In February and April 2016, an anonymous litigant — “Doe 1,” who identified themselves as “the owner of a Korean-language website” that features adult content — petitioned US federal courts to block Harsa’s subpoenas to Google and Microsoft. Yahoo declined to comply unless ordered to do so by a judge, according to Doe 1’s filings.

You won’t find “Soranet” anywhere in the court records, but it’s clear which site Doe 1 ran.

Harsa asked Microsoft for information about a Hotmail email account associated with “Sora Park,” the moniker often used by Soranet’s webmaster. And in an affidavit, Doe 1 indicated their website’s servers were seized in Europe in early April 2016, and that shortly afterward police announced the arrest of 62 people “somehow related to the website.” On April 7th, 2016, Seoul police announced the arrest of 62 people related to Soranet following the seizure of servers by Dutch authorities.

Doe 1 argued Harsa’s summonses were part of a campaign by Korean politicians and law enforcement, and invalid on their face.

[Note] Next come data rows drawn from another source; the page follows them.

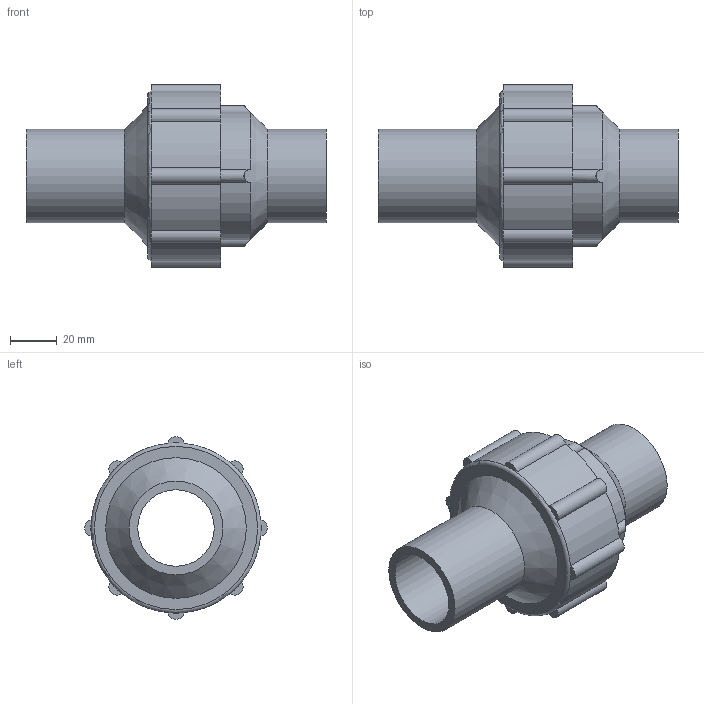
import cadquery as cq


total_length = 128.0
spigot_radius = 40.0 / 2
bore_radius = 32.6 / 2

shoulder_radius = 30.0
shoulder_rise = shoulder_radius - spigot_radius
left_spigot_length = 42.0
right_spigot_length = 25.0

nut_start = left_spigot_length + shoulder_rise
nut_end = 83.0
nut_radius = 36.3
nut_edge_fillet = 1.5

nut_rib_count = 8
nut_rib_radius = 3.6
nut_rib_tip_radius = 39.0
nut_rib_start = nut_start + nut_edge_fillet

tail_rib_count = 4
tail_rib_radius = 2.65
tail_radius = 27.4
right_cone_end = total_length - right_spigot_length
right_cone_start = right_cone_end - shoulder_rise
tail_end = right_cone_end - (tail_radius - spigot_radius)


def revolve_about_x(points):
    """Solid of revolution about X from (x, radius) points, closed along the axis."""
    return cq.Workplane("XY").polyline(points).close().revolve(360, (0, 0, 0), (1, 0, 0))


def make_ribs(count, radius, centre_radius, start, end):
    """Round bars parallel to X, evenly spaced around the axis."""
    return (
        cq.Workplane("YZ", origin=(start, 0, 0))
        .polarArray(centre_radius, 0, 360, count)
        .circle(radius)
        .extrude(end - start)
    )


def make_pipe_body():
    """Spigots, left shoulder cone and the tail body with its cone."""
    return revolve_about_x([
        (0, 0),
        (0, spigot_radius),
        (left_spigot_length, spigot_radius),
        (nut_start, shoulder_radius),
        (nut_end, shoulder_radius),
        (nut_end, tail_radius),
        (tail_end, tail_radius),
        (right_cone_end, spigot_radius),
        (total_length, spigot_radius),
        (total_length, 0),
    ])


def make_nut():
    """Plain nut ring with a rounded front edge, carrying the grip ribs."""
    nut = cq.Workplane("YZ", origin=(nut_start, 0, 0)).circle(nut_radius).extrude(nut_end - nut_start)
    nut = nut.faces("<X").edges().fillet(nut_edge_fillet)
    rib_centre_radius = nut_rib_tip_radius - nut_rib_radius
    ribs = make_ribs(nut_rib_count, nut_rib_radius, rib_centre_radius, nut_rib_start, nut_end)
    return nut.union(ribs)


def make_tail_ribs():
    """Tail ribs trimmed to the line of the right shoulder cone."""
    rib_centre_radius = shoulder_radius - tail_rib_radius
    ribs = make_ribs(tail_rib_count, tail_rib_radius, rib_centre_radius, nut_end, right_cone_end)
    envelope = revolve_about_x([
        (nut_end, 0),
        (nut_end, shoulder_radius),
        (right_cone_start, shoulder_radius),
        (right_cone_end, spigot_radius),
        (right_cone_end, 0),
    ])
    return ribs.intersect(envelope)


bore = cq.Workplane("YZ").circle(bore_radius).extrude(total_length)

result = make_pipe_body().union(make_nut()).union(make_tail_ribs()).cut(bore)

“Korean politicians, as well as the elected chief of the Korean National Police Agency, have publicly pledged to suppress the Website,” Doe 1 wrote in a May 2016 motion. “These Korean authorities have apparently enlisted the help of agents of the United States government.” (Doe 1’s attorney also declined to discuss the case.)

Doe 1 said the information Harsa sought via his customs summonses was “wholly unrelated” to “Customs-related goals,” and thus invalid.

“Instead, the Administrative Summons is aimed at information from a Google account from a non-U.S. account holder, related to a non-U.S. website with a non-U.S. audience,” Doe 1 argued in the April 2016 complaint. “The only connection to the U.S. is that Doe 1 holds a Google Account.” By this time, Korean police later said, Soranet had moved its servers to Europe.

Yahoo told the government in February 2016 it wouldn’t comply with the Soranet summons absent a court order. The Department of Homeland Security dropped its Soranet summons to Microsoft soon after Doe 1 filed their lawsuit.

But DHS attorneys dug in on the Google summons, refusing to drop it even months after Korean police arrested dozens of Soranet admins and users. Unlike Yahoo, Google didn’t challenge the summons, and Doe 1 called the company “largely a bystander” in the proceedings.

It’s unclear whether Google produced any documents, but the US government ultimately withdrew the summons in August 2016, months after Soranet operators had been identified by Korean officials. Court records do not indicate what eventually happened with the Yahoo summons.


The Verge contacted multiple attorneys and legal scholars about the customs summons, particularly its use to investigate internet crimes. Even lawyers with extensive cybercrime experience had either not seen customs summons being used or were entirely unfamiliar with them.

“I’ve never even heard of a 1509 summons,” wrote Orin Kerr, a law professor at the University of Southern California who has written extensively about the Fourth Amendment and technology.

Marcia Hofmann, who is special counsel to the Electronic Frontier Foundation and has litigated over administrative subpoenas and encryption, said she had never seen a customs summons, either.

“Other than the @ALT_USCIS case, I haven’t encountered 1509 subpoenas,” said Nate Wessler, an attorney with the ACLU’s Speech, Privacy, and Technology Project. Wessler argued the Carpenter case before the Supreme Court, which established that law enforcement must get a warrant before requesting location data from cell phone providers.

“I would not want to be the prosecutor trying to be the one to defend this in a case that’s unconnected to the border,” said Edward McAndrew, who prosecuted internet crimes, including child pornography, as a federal prosecutor for nearly a decade.

“It seems really, really broad,” McAndrew, now in private practice, said of the government’s interpretation of the customs summons.

According to Korean media, three of Soranet’s operators are still on the loose, and ICE has not answered whether HSI is helping track them down.